Course Code: CHEM-3013


Assignment topic: FT-IR Spectroscopy, Fourier analysis, Interferometry,
noise and its control
Submitted to: Miss Nafeesa Sajjad
Submitted by: Samra
Roll no. 18104008-006
Date: 20/12/2020
FT-IR Spectroscopy
Introduction:
FT-IR stands for Fourier Transform Infrared, the preferred method of Infrared spectroscopy,
which is used to obtain an infrared spectrum of absorption or emission of a solid, liquid or gas. It
is a technique based on determination of interaction between IR radiation and sample that can be
solid, liquid or gas. It measures the frequencies at which sample absorbs and also the intensities
of these absorptions. The term Fourier Transform Infrared spectroscopy originates from the fact
that a Fourier Transform (a mathematician process) is required to convert the raw data into actual
spectrum.

Principle:
 All infrared spectroscopies act on the principle that when infrared (IR) radiation passes through
a sample, some of the radiation is absorbed. The radiation that passes through the sample is
recorded. Because different molecules with their different structures produce different spectra,
the spectra can be used to identify and distinguish among molecules. In this way, the spectra are
like people’s fingerprints or DNA: virtually unique.

Instrumentation:
 Source:
 An optical system which uses interferometer,
a) Beam splitter
b) Moving mirror
c) Stationary mirror
 Sample
 Detector

Source:
Source can be Incandescent lamp, High pressure mercury arc, and Nernst Glower or a Globar
source.
Interferometer:
The heart of FT-IR is Michelson interferometer. The monochromator is replaced by
interferometer which divides the radiant beam, then recombines them with in order to produce
repetitive interference signals measured as a function of optical path difference as the name
implies interferometer produces interference signals which contain IR spectral information
generated after passing through sample.
It consist of three active components:
a) Beam splitter
b) Moving mirror
c) Stationary mirror
The position of movable mirror is controlled by He-Ne laser. Between these two mirrors beam
splitter at 45 degree from the position of movable mirror is set. A parallel beam of radiations
from IR source pass on the mirror through beam splitter. Beam splitter divides the beam and
transmit half of the incoming radiation to movable mirror and half to the fixed mirror. Upon
reflection from the fixed and movable mirror, the light is recombined at beam splitter.
Sample:
The beam enters the sample compartment.
Detector:
Photo conductive or pyroelectric conductors are used. The beam finally passes to detector for
final measurements. Then the measured signals are digitalized and sent to the computer where
Fourier transformation takes place.
How does FT-IR works?
Michelson interferometer:
FT-IR uses interferometry to record information about the material placed in IR beam. An FTIR
uses Michelson Interferometer which is typically based on Experimental Setup; an example is
shown in Figure below. The interferometer consists of a beam splitter, a fixed mirror, and a
mirror that translates back and forth, very precisely. The beam splitter is made of a special
material that transmits half of the radiation striking it and reflects the other half.
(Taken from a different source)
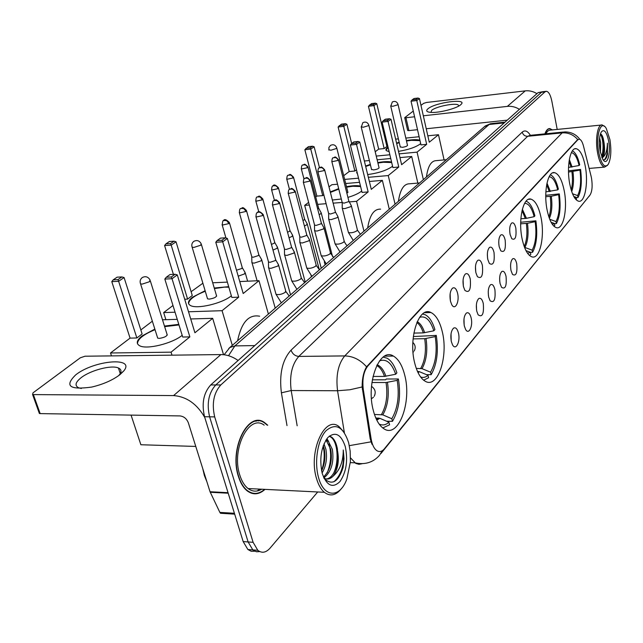 <?xml version="1.0" encoding="UTF-8"?>
<svg xmlns="http://www.w3.org/2000/svg" width="643" height="643" viewBox="0 0 643 643"><rect width="100%" height="100%" fill="white"/><g stroke="black" fill="none" stroke-linecap="round" stroke-linejoin="round"><path stroke-width="0.96" d="M404.648 374.861C402.18 365.264 398.419 358.995 393.379 356.061C379.547 346.85 365.578 383.421 373.43 410.933C375.777 419.638 379.169 425.505 383.614 428.551C398.322 439.314 412.195 401.979 404.648 374.861M564.176 190.545C561.99 180 558.831 174.044 554.684 172.686C547.836 170.54 543.343 192.185 547.153 210.221C549.339 220.412 552.401 226.223 556.332 227.662C563.437 230.122 567.857 208.428 564.176 190.545M540.98 217.35C538.705 206.757 535.37 200.68 530.981 199.137C523.273 196.42 517.904 219.858 522.164 239.092C524.431 249.267 527.638 255.183 531.777 256.814C539.807 259.949 545.087 236.415 540.98 217.35M442.215 331.458C439.74 321.355 435.978 315.046 430.939 312.514C418.931 305.738 408.072 338.218 414.743 363.199C417.146 372.546 420.626 378.558 425.184 381.227C437.883 389.103 448.629 356.134 442.215 331.458M585.259 166.191C583.161 155.735 580.171 149.899 576.273 148.694C570.148 146.99 566.338 167.084 569.778 184.075C571.884 194.226 574.794 199.933 578.515 201.195C584.841 203.156 588.586 183.046 585.259 166.191M510.1 234.462C509.248 229.085 509.754 225.291 511.611 223.097C513.371 222.132 514.778 223.78 515.823 228.056C516.626 237.122 515.268 240.659 511.74 238.666L510.1 234.462M499.177 246.687C498.301 241.181 498.831 237.291 500.776 235.016C502.609 234.012 504.072 235.668 505.149 240.008C505.961 249.42 504.506 253.012 500.776 250.794L499.177 246.687M487.796 259.434C486.88 253.808 487.442 249.814 489.484 247.451C491.397 246.398 492.908 248.069 494.017 252.458C494.837 262.256 493.277 265.913 489.339 263.429L487.796 259.434M487.563 258.181L487.354 254.025M475.9 272.745C474.952 266.982 475.555 262.883 477.701 260.431C479.686 259.33 481.253 261.01 482.403 265.463C483.223 275.662 481.543 279.384 477.379 276.611L475.9 272.745M475.732 271.852L475.482 266.636M463.474 286.657C462.486 280.758 463.129 276.538 465.379 273.99C467.453 272.849 469.077 274.529 470.274 279.046C471.078 289.696 469.277 293.465 464.873 290.363L463.474 286.657M463.346 286.047L463.089 279.906M450.47 301.213C449.449 295.169 450.124 290.821 452.503 288.177C454.657 286.979 456.353 288.675 457.583 293.248C459.713 301.655 455.099 310.931 451.772 304.726L450.47 301.213M450.381 300.82L450.132 293.851M510.992 270.47C510.124 264.924 510.671 261.042 512.632 258.832C514.352 257.956 515.718 259.563 516.715 263.654C517.502 272.921 516.096 276.506 512.503 274.408L510.992 270.47M500.069 283.483C499.177 277.8 499.756 273.814 501.813 271.523C503.598 270.615 505.012 272.23 506.041 276.369C506.829 285.998 505.326 289.647 501.532 287.317L500.069 283.483M488.68 297.05C487.748 291.231 488.367 287.14 490.529 284.761C492.385 283.82 493.848 285.444 494.909 289.631C495.697 299.654 494.089 303.367 490.079 300.763L488.68 297.05M476.776 311.22C475.82 305.264 476.479 301.045 478.754 298.585C480.683 297.605 482.194 299.236 483.287 303.472C484.075 313.921 482.346 317.69 478.111 314.789L476.776 311.22M476.559 310.071L476.383 304.798M464.342 326.041C463.346 319.925 464.045 315.584 466.448 313.028C468.45 312.016 470.017 313.647 471.15 317.931C473.2 326.105 468.787 335.397 465.596 329.425L464.342 326.041M464.166 325.141L463.989 318.96M451.33 341.537C450.293 335.26 451.04 330.783 453.58 328.131C455.662 327.078 457.286 328.726 458.451 333.058C460.637 341.57 455.783 351.231 452.487 344.72L451.33 341.537M451.185 340.846L451.032 333.83M591.078 176.174L591.528 178.232C592.661 185.891 592.163 191.477 590.041 194.998L384.418 448.766C381.95 451.683 379.386 452.286 376.718 450.574C373.977 448.509 372.104 444.578 371.107 438.775L363.287 389.465C362.081 379.241 363.633 371.373 367.941 365.867L577.76 139.836L579.343 139.169C580.991 139.579 582.373 141.886 583.49 146.074L591.078 176.174M488.415 295.563L488.254 291.327M499.756 281.513L499.627 278.58M498.888 244.919L498.735 242.114M552.45 129.95L549.91 128.584C547.884 128.439 546.212 130.207 544.902 133.865M267.729 425.216L264.627 422.644C248.528 410.186 228.956 448.468 238.416 476.463C240.49 483.086 243.448 487.924 247.314 490.971C253.213 495.198 259.113 494.668 265.004 489.379M256.605 421.077L255.753 420.835M257.497 420.626L258.341 420.996M542.379 91.756L538.062 92.656L210.727 384.932C203.55 392.929 201.492 403.531 204.546 416.728L243.167 541.583L248.126 541.953L252.828 549.902L254.21 550.89L256.67 551.774L259.748 551.573L256.163 551.67L252.828 549.902L248.126 541.953L209.61 416.809L248.126 541.953L253.109 542.322L257.795 550.287C261.862 553.43 265.937 552.723 270.044 548.166L317.706 491.975M210.727 384.932L215.751 384.94C208.605 392.961 206.556 403.579 209.61 416.809C206.556 403.579 208.605 392.961 215.751 384.94L541.527 92.254L215.751 384.94L220.806 384.948C213.685 392.986 211.643 403.635 214.69 416.897L253.109 542.322M542.989 91.684L545.851 91.354M372 444.305L370.183 438.751L362.138 386.973C362.13 378.526 363.608 371.807 366.574 366.823L577.719 139.531C573.452 134.7 568.259 132.49 562.135 132.884L564.474 131.928C570.928 131.823 576.04 134.283 579.825 139.322M557.208 129.468L551.831 101.112C550.561 95.076 548.768 91.796 546.454 91.282L544.999 91.853L220.806 384.948M252.04 493.406L252.924 493.221M243.167 541.583L247.885 549.524L251.22 551.284L254.805 551.196M428.15 108.627C435.713 102.374 467.718 98.154 461.127 104.359L460.501 104.913C456.184 108.659 438.558 113.096 430.794 112.388C426.454 111.986 425.57 110.733 428.15 108.627M458.652 106.119L458.419 105.171C456.289 102.518 436.452 106.304 431.783 110.234L430.89 112.396M536.937 93.661C533.24 91.37 529.342 90.446 525.259 90.872L426.502 102.47L423.697 103.338L420.98 105.348M519.391 109.334C515.565 106.947 511.555 105.966 507.351 106.392L423.327 115.796M404.72 117.653L405.95 117.741L408.908 130.601L407.678 130.497L404.72 117.653L413.28 111.054M414.574 116.777L405.95 117.741M408.908 130.601L417.516 129.693M426.245 128.761L507.287 120.145M598.762 152.536C601.446 164.528 604.621 168.458 608.27 164.319C610.987 158.757 611.533 150.518 609.918 139.595L606.301 128.528C600.94 118.778 595.458 135.617 598.762 152.536M604.404 126.325L602.194 124.951C597.652 123.834 595 139.475 597.58 152.93C599.268 161.473 601.583 166.207 604.516 167.132L607.506 165.315M599.622 137.835L600.675 142.899L600.409 152.616M599.356 141.597L599.742 148.766M603.102 159.753C605.071 160.38 606.526 158.508 607.466 154.135L607.41 143.196C607.217 150.494 605.666 155.22 602.756 157.382C604.597 154.408 605.015 149.473 604.026 142.585L603.689 152.68L601.816 157.286M602.756 157.382L602.065 157.873M608.648 141.066C606.606 131.719 604.139 128.696 601.253 132.008C599.228 136.332 598.834 142.658 600.088 151.001L602.756 159.215C606.992 166.979 611.131 153.87 608.648 141.066M604.026 142.585L603.287 138.703C602.475 135.745 601.526 134.162 600.425 133.953M552.233 129.974L549.926 128.809C547.957 128.672 546.325 130.352 545.031 133.857M601.237 125.047L549.371 130.207L547.498 131.26L545.891 133.768M607.41 143.196C607.924 151.282 606.912 156.828 604.388 159.834M600.642 134.001C603.415 140.921 603.785 148.629 601.744 157.109M607.555 153.637L606.719 156.86M601.575 134.725L602.981 139.724L603.632 145.736L602.62 156.048M568.525 167.405L579.11 165.508C577.125 157.374 574.537 153.098 571.354 152.664M568.484 170.805L580.565 169.414C582.116 181.752 581.248 191.116 577.977 197.522L576.216 197.65M576.015 199.635L576.522 199.266L576.16 197.321L573.789 196.477M579.11 165.508L579.713 164.817C577.88 157.045 575.445 152.383 572.399 150.84M574.713 198.012L576.16 197.321M446.363 159.713L436.34 160.637C431.212 160.71 427.908 166.159 426.43 177.002M577.977 197.522L577.607 195.576C580.549 189.749 581.336 181.254 579.962 170.106L580.565 169.414M572.519 193.76L577.607 195.576M579.962 170.106L568.508 172.075M420.675 143.582L420.128 144.056C415.402 147.351 408.192 149.787 398.499 151.362M389.119 151.635L386.427 150.687C385.462 149.819 385.864 148.694 387.641 147.311L388.026 147.022M375.215 151.756L378.679 149.12L368.431 106.28L371.469 103.619L375.343 103.153L376.782 103.684L386.909 146.475L384.168 148.573L373.961 105.621L368.431 106.28M386.186 143.413L387.022 142.778M378.679 149.12L384.168 148.573M396.562 143.084L399.174 142.272M406.392 140.576C412.509 139.507 417.01 139.378 419.903 140.19M376.251 156.08L389.859 154.77M399.086 153.87L417.074 152.134L426.663 144.329L420.972 144.9L411.038 101.216L416.777 100.533L426.663 144.329M419.453 98.588L418.014 98.041L416.093 99.432L416.777 100.533L419.453 98.588L429.267 142.216L438.486 134.725L427.836 135.818M419.115 136.726L405.813 138.092M398.379 138.864L395.646 139.145M423.375 179.654L417.074 152.134M438.486 134.725L444.08 159.922M369.444 105.002L373.326 104.536L375.343 103.153M376.782 103.684L373.961 105.621L373.326 104.536M416.093 99.432L412.075 99.914L411.038 101.216M418.014 98.041L413.996 98.524L412.075 99.914M400.235 146.821L402.341 147.343C405.757 146.773 407.461 146.041 407.445 145.133M386.017 150.165L388.131 147.464M396.667 143.526L399.279 142.714M406.489 141.018L411.263 140.335L420 140.632M545.859 191.871L557.706 189.862C555.512 181.294 552.65 176.938 549.106 176.785M545.762 195.319L559.289 193.889C560.953 206.765 559.981 216.659 556.38 223.571L554.435 223.7M553.84 226.135L554.788 225.492L554.395 223.467L551.091 222.261M557.706 189.862L558.373 189.106C556.38 180.988 553.703 176.214 550.352 174.783M552.345 224.335L554.395 223.467M419.566 182.95L409.687 183.777C403.9 183.697 400.147 189.532 398.427 201.283M556.38 223.571L555.986 221.554C559.225 215.26 560.101 206.29 558.63 194.644L559.289 193.889M549.725 219.271L555.986 221.554M558.63 194.644L551.308 196.236L545.77 196.718M392.56 166.199L392.093 166.593C386.419 170.483 378.285 173.144 367.675 174.574M357.46 173.795L356.865 171.376M343.716 175.7L349.189 171.536L338.105 127.001L341.385 124.147L345.379 123.697L346.899 124.244L351.641 143.51M349.189 171.536L354.856 171.022L343.812 126.358L338.105 127.001M365.586 166.007L370.304 164.391M377.811 162.575C383.879 161.489 388.468 161.329 391.587 162.084M356.471 169.784L354.856 171.022M344.648 179.405L358.537 178.175M368.343 177.315L388.251 175.563L398.764 167.019L392.881 167.55L382.127 122.098L388.067 121.439L398.764 167.019M391 119.301L389.473 118.746L387.375 120.273L388.067 121.439L391 119.301L401.618 164.696L411.697 156.498L399.962 157.615M390.735 158.491L377.144 159.794M369.363 160.533L364.364 161.007M395.075 204.193L388.251 175.563M411.697 156.498L417.837 183.094M339.166 125.658L343.169 125.208L345.379 123.697M346.899 124.244L343.812 126.358L343.169 125.208M387.375 120.273L383.212 120.739L382.127 122.098M389.473 118.746L385.326 119.212L383.212 120.739M371.501 169.326L373.615 169.929C377.264 169.326 379.057 168.522 379 167.51M356.64 172.959L356.978 171.834M365.698 166.465L370.416 164.849M377.923 163.033L383.365 162.261L391.7 162.55M520.854 218.773L526.464 218.323L534.156 216.667C531.721 207.641 528.538 203.212 524.584 203.381M520.693 222.261L535.884 220.814C537.677 234.277 536.583 244.766 532.597 252.265L530.427 252.377M529.342 255.335L530.837 254.387L530.411 252.273L525.958 250.609M534.156 216.667L534.888 215.831C532.709 207.376 529.768 202.489 526.07 201.179M527.598 253.334L530.411 252.273M380.584 209.152C374.001 208.854 369.701 215.116 367.675 227.952M532.597 252.265L532.171 250.159C535.748 243.335 536.744 233.827 535.153 221.65L535.884 220.814M524.503 247.322L532.171 250.159M535.153 221.65L527.477 223.306L520.669 223.828M361.704 191.011L361.326 191.325C358.44 193.559 353.971 195.585 347.919 197.393M341.304 199L332.343 200.037M324.771 198.462L324.369 196.903M315.729 196.975L316.878 196.107L304.846 149.723L308.391 146.66L312.522 146.226L314.138 146.781L319.499 167.686M328.991 186.896L331.86 184.71L337.527 184.219M321.235 268.227L304.678 205.374L308.624 202.376M316.878 196.107L322.73 195.625L310.746 149.112L304.846 149.723M330.277 191.944L338.644 188.64M346.464 186.679C352.477 185.562 357.146 185.353 360.482 186.06M323.823 194.789L322.73 195.625M304.678 205.374L309.315 205.013M317.65 204.361L326.114 203.702M333.138 203.156L342.172 202.449M349.278 201.894L356.568 201.323L368.142 191.911L362.049 192.41L350.371 145.045L356.511 144.41L368.142 191.911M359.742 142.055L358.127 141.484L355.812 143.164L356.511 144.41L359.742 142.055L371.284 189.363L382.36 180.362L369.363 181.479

Radiation from
the source strikes the beam splitter and separates into two beams. One beam is transmitted
through the beam splitter to the fixed mirror and the second is reflected off the beam splitter to
the moving mirror. The fixed and moving mirrors reflect the radiation back to the beam splitter.
Again, half of this reflected radiation is transmitted and half is reflected at the beam splitter,
resulting in one beam passing to the detector and the second back to the source.
Optical Path Difference (OPD) is the difference between the two beams travelling through the
two arms of an interferometer. OPD is equal to the product of the physical distance travelled by
the moving mirror (multiplied by 2, 4, or other multiplier, which is a function of the number of
reflecting elements used) and n, the index of refraction of the medium filling the interferometer
arms (air, Nitrogen for purged systems, etc.). The raw FT-IR data consists of pairs of values
(signal, OPD, etc.). FT-IR has a natural reference point when the moving and fixed mirrors are at
the same distance from the beam splitter. This condition is called the zero path difference or
ZPD. The moving mirror displacement, Δ, is measured from the ZPD. In Figure 2 the beam
reflected from the moving mirror travels 2Δ further than the beam reflected from the fixed
mirror. The relationship between the optical path difference and mirror displacement, Δ, is:
OPD = 2Δn

Applications of FTIR:
 Identification of organic and inorganic compound.
 Identification of components of unknown mixture.
 Analysis of solids, liquids and gases.
 Analysis of micro sample such as in forensic analysis.
 It is used as a detector in chromatography.
 Study of complex molecules
 Detection of impurities in compound

Advantages:
 Fast and accurate analysis
 Sensitive and easy
 We can determine even small quantity of analyte.
 Simpler mechanical design
 Relatively inexpensive

Fourier analysis:
Introduction and History:
In Fourier analysis a periodic wave form is defined in terms of trigonometric functions. It
identify patterns or cycles in a series of data set which has already been normalized.
The method gets its name from a French mathematician and physicist named Jean Baptiste
Joseph Baron de Fourier, who lived during the 18th and 19th centuries. Fourier analysis is used in
electronics, acoustics and communications.

Explanation:
Fourier analysis is a type of mathematical analysis that attempts to identify patterns or cycles in
a time series data set which has already been normalized. In particular, it seeks to simplify
complex or noisy data by decomposing it into a series of trigonometric or exponential functions,
such as sine waves. Each of these sine waves would have a specific cycle length, amplitude, and
phase relationship with the other sine waves, which then could be added back together to
reconstruct the observed data.By first identifying and removing any effects of spurious trends or
other complicating factors from the data set, the effects of periodic cycles or patterns can be
identified more accurately, leaving the analyst with a better estimate of the direction that the data
under analysis will take in the future. Fourier analysis may sound complex, but it actually makes
good sense. Essentially it theorizes that complicated time series  data can be construed as the sum
of simpler functions such as those described by trigonometry. Numerous studies have explored
Fourier analysis for practical value in forecasting stock market price. Because Fourier analysis
seeks to break down repetitive waveforms into harmonic components and the stock market
doesn't move in a well-defined and repetitive manner, results are mixed, as most similar
strategies are. Fourier analysis methods are frequently implemented in algorithmic trading  as
a technical analysis  tool for forecasting market direction and trends. Recent research that has
sought to vigorously examine the usefulness of Fourier analysis in predicting stock prices has,
however, shown the method to be a failure. Today, the subject of Fourier analysis encompasses a
vast spectrum of mathematics. In the sciences and engineering, the process of decomposing a
function into oscillatory components is often called Fourier analysis, while the operation of
rebuilding the function from these pieces is known as Fourier synthesis.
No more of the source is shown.